[Source records]
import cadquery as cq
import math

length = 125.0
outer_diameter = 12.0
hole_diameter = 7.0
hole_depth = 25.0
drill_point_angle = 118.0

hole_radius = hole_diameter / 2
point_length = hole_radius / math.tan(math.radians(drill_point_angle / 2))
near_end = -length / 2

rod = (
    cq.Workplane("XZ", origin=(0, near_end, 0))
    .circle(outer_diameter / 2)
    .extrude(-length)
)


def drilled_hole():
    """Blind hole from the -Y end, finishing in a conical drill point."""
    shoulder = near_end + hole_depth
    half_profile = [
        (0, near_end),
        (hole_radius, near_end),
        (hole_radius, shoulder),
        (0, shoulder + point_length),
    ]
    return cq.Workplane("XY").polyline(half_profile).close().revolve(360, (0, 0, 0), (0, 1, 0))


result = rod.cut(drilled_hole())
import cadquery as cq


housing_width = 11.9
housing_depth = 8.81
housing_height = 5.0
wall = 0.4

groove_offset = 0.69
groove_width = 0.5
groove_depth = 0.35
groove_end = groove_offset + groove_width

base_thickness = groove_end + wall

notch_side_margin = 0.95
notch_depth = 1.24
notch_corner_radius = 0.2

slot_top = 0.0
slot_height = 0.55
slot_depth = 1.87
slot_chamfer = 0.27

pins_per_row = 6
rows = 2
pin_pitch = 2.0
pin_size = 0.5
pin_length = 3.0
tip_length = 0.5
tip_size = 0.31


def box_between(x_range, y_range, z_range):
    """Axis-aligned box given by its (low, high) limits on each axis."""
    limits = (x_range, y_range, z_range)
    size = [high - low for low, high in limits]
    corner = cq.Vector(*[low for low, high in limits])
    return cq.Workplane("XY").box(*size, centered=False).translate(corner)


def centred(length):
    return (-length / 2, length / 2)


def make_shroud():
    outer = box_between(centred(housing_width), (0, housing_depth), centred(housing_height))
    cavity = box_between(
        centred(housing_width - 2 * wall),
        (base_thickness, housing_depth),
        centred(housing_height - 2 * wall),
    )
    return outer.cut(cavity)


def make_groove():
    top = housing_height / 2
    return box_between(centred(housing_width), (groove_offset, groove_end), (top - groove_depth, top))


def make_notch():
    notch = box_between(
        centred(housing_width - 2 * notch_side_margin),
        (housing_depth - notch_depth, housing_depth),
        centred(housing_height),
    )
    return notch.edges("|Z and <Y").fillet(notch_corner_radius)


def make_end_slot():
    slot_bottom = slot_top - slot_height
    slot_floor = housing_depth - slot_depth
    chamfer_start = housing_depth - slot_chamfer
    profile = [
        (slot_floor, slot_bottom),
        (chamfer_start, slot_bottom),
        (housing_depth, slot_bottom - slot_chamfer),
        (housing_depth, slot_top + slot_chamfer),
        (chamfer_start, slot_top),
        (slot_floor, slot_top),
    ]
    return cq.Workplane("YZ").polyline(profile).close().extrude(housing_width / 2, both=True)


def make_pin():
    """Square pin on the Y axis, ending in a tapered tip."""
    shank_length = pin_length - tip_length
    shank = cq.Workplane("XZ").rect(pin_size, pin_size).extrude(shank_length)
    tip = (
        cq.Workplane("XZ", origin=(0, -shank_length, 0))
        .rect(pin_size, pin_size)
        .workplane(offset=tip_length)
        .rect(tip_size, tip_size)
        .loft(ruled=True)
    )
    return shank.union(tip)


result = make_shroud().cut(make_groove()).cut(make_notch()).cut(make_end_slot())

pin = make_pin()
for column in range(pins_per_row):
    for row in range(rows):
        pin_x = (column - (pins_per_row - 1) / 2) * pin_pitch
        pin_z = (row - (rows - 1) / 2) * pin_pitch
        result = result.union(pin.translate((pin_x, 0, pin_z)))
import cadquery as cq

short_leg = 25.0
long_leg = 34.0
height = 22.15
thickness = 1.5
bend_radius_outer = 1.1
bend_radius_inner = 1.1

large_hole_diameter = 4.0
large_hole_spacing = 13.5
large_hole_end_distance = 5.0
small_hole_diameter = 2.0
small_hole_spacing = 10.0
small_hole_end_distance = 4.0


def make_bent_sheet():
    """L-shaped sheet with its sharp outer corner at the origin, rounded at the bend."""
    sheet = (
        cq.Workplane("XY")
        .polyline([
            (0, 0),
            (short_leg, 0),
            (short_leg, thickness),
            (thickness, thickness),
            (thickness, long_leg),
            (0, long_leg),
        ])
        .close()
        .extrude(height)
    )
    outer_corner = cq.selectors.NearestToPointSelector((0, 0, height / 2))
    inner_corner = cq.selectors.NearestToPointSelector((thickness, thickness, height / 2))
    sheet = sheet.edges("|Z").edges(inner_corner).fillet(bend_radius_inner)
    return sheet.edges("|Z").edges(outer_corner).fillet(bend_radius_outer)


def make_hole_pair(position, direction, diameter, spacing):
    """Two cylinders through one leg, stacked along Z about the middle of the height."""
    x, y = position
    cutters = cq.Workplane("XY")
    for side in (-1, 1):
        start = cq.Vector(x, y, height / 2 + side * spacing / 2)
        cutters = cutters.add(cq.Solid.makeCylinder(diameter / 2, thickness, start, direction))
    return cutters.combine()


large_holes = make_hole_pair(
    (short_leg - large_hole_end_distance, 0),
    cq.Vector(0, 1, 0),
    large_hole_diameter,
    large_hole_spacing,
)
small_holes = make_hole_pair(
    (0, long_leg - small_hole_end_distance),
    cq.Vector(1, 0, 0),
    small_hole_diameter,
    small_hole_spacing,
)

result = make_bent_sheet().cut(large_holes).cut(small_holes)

Work task:
What is needed is an exact transcription of every entry.

Result for this task:
import cadquery as cq
import math

length = 125.0
outer_diameter = 12.0
hole_diameter = 7.0
hole_depth = 25.0
drill_point_angle = 118.0

hole_radius = hole_diameter / 2
point_length = hole_radius / math.tan(math.radians(drill_point_angle / 2))
near_end = -length / 2

rod = (
    cq.Workplane("XZ", origin=(0, near_end, 0))
    .circle(outer_diameter / 2)
    .extrude(-length)
)


def drilled_hole():
    """Blind hole from the -Y end, finishing in a conical drill point."""
    shoulder = near_end + hole_depth
    half_profile = [
        (0, near_end),
        (hole_radius, near_end),
        (hole_radius, shoulder),
        (0, shoulder + point_length),
    ]
    return cq.Workplane("XY").polyline(half_profile).close().revolve(360, (0, 0, 0), (0, 1, 0))


result = rod.cut(drilled_hole())
import cadquery as cq


housing_width = 11.9
housing_depth = 8.81
housing_height = 5.0
wall = 0.4

groove_offset = 0.69
groove_width = 0.5
groove_depth = 0.35
groove_end = groove_offset + groove_width

base_thickness = groove_end + wall

notch_side_margin = 0.95
notch_depth = 1.24
notch_corner_radius = 0.2

slot_top = 0.0
slot_height = 0.55
slot_depth = 1.87
slot_chamfer = 0.27

pins_per_row = 6
rows = 2
pin_pitch = 2.0
pin_size = 0.5
pin_length = 3.0
tip_length = 0.5
tip_size = 0.31


def box_between(x_range, y_range, z_range):
    """Axis-aligned box given by its (low, high) limits on each axis."""
    limits = (x_range, y_range, z_range)
    size = [high - low for low, high in limits]
    corner = cq.Vector(*[low for low, high in limits])
    return cq.Workplane("XY").box(*size, centered=False).translate(corner)


def centred(length):
    return (-length / 2, length / 2)


def make_shroud():
    outer = box_between(centred(housing_width), (0, housing_depth), centred(housing_height))
    cavity = box_between(
        centred(housing_width - 2 * wall),
        (base_thickness, housing_depth),
        centred(housing_height - 2 * wall),
    )
    return outer.cut(cavity)


def make_groove():
    top = housing_height / 2
    return box_between(centred(housing_width), (groove_offset, groove_end), (top - groove_depth, top))


def make_notch():
    notch = box_between(
        centred(housing_width - 2 * notch_side_margin),
        (housing_depth - notch_depth, housing_depth),
        centred(housing_height),
    )
    return notch.edges("|Z and <Y").fillet(notch_corner_radius)


def make_end_slot():
    slot_bottom = slot_top - slot_height
    slot_floor = housing_depth - slot_depth
    chamfer_start = housing_depth - slot_chamfer
    profile = [
        (slot_floor, slot_bottom),
        (chamfer_start, slot_bottom),
        (housing_depth, slot_bottom - slot_chamfer),
        (housing_depth, slot_top + slot_chamfer),
        (chamfer_start, slot_top),
        (slot_floor, slot_top),
    ]
    return cq.Workplane("YZ").polyline(profile).close().extrude(housing_width / 2, both=True)


def make_pin():
    """Square pin on the Y axis, ending in a tapered tip."""
    shank_length = pin_length - tip_length
    shank = cq.Workplane("XZ").rect(pin_size, pin_size).extrude(shank_length)
    tip = (
        cq.Workplane("XZ", origin=(0, -shank_length, 0))
        .rect(pin_size, pin_size)
        .workplane(offset=tip_length)
        .rect(tip_size, tip_size)
        .loft(ruled=True)
    )
    return shank.union(tip)


result = make_shroud().cut(make_groove()).cut(make_notch()).cut(make_end_slot())

pin = make_pin()
for column in range(pins_per_row):
    for row in range(rows):
        pin_x = (column - (pins_per_row - 1) / 2) * pin_pitch
        pin_z = (row - (rows - 1) / 2) * pin_pitch
        result = result.union(pin.translate((pin_x, 0, pin_z)))
import cadquery as cq

short_leg = 25.0
long_leg = 34.0
height = 22.15
thickness = 1.5
bend_radius_outer = 1.1
bend_radius_inner = 1.1

large_hole_diameter = 4.0
large_hole_spacing = 13.5
large_hole_end_distance = 5.0
small_hole_diameter = 2.0
small_hole_spacing = 10.0
small_hole_end_distance = 4.0


def make_bent_sheet():
    """L-shaped sheet with its sharp outer corner at the origin, rounded at the bend."""
    sheet = (
        cq.Workplane("XY")
        .polyline([
            (0, 0),
            (short_leg, 0),
            (short_leg, thickness),
            (thickness, thickness),
            (thickness, long_leg),
            (0, long_leg),
        ])
        .close()
        .extrude(height)
    )
    outer_corner = cq.selectors.NearestToPointSelector((0, 0, height / 2))
    inner_corner = cq.selectors.NearestToPointSelector((thickness, thickness, height / 2))
    sheet = sheet.edges("|Z").edges(inner_corner).fillet(bend_radius_inner)
    return sheet.edges("|Z").edges(outer_corner).fillet(bend_radius_outer)


def make_hole_pair(position, direction, diameter, spacing):
    """Two cylinders through one leg, stacked along Z about the middle of the height."""
    x, y = position
    cutters = cq.Workplane("XY")
    for side in (-1, 1):
        start = cq.Vector(x, y, height / 2 + side * spacing / 2)
        cutters = cutters.add(cq.Solid.makeCylinder(diameter / 2, thickness, start, direction))
    return cutters.combine()


large_holes = make_hole_pair(
    (short_leg - large_hole_end_distance, 0),
    cq.Vector(0, 1, 0),
    large_hole_diameter,
    large_hole_spacing,
)
small_holes = make_hole_pair(
    (0, long_leg - small_hole_end_distance),
    cq.Vector(1, 0, 0),
    small_hole_diameter,
    small_hole_spacing,
)

result = make_bent_sheet().cut(large_holes).cut(small_holes)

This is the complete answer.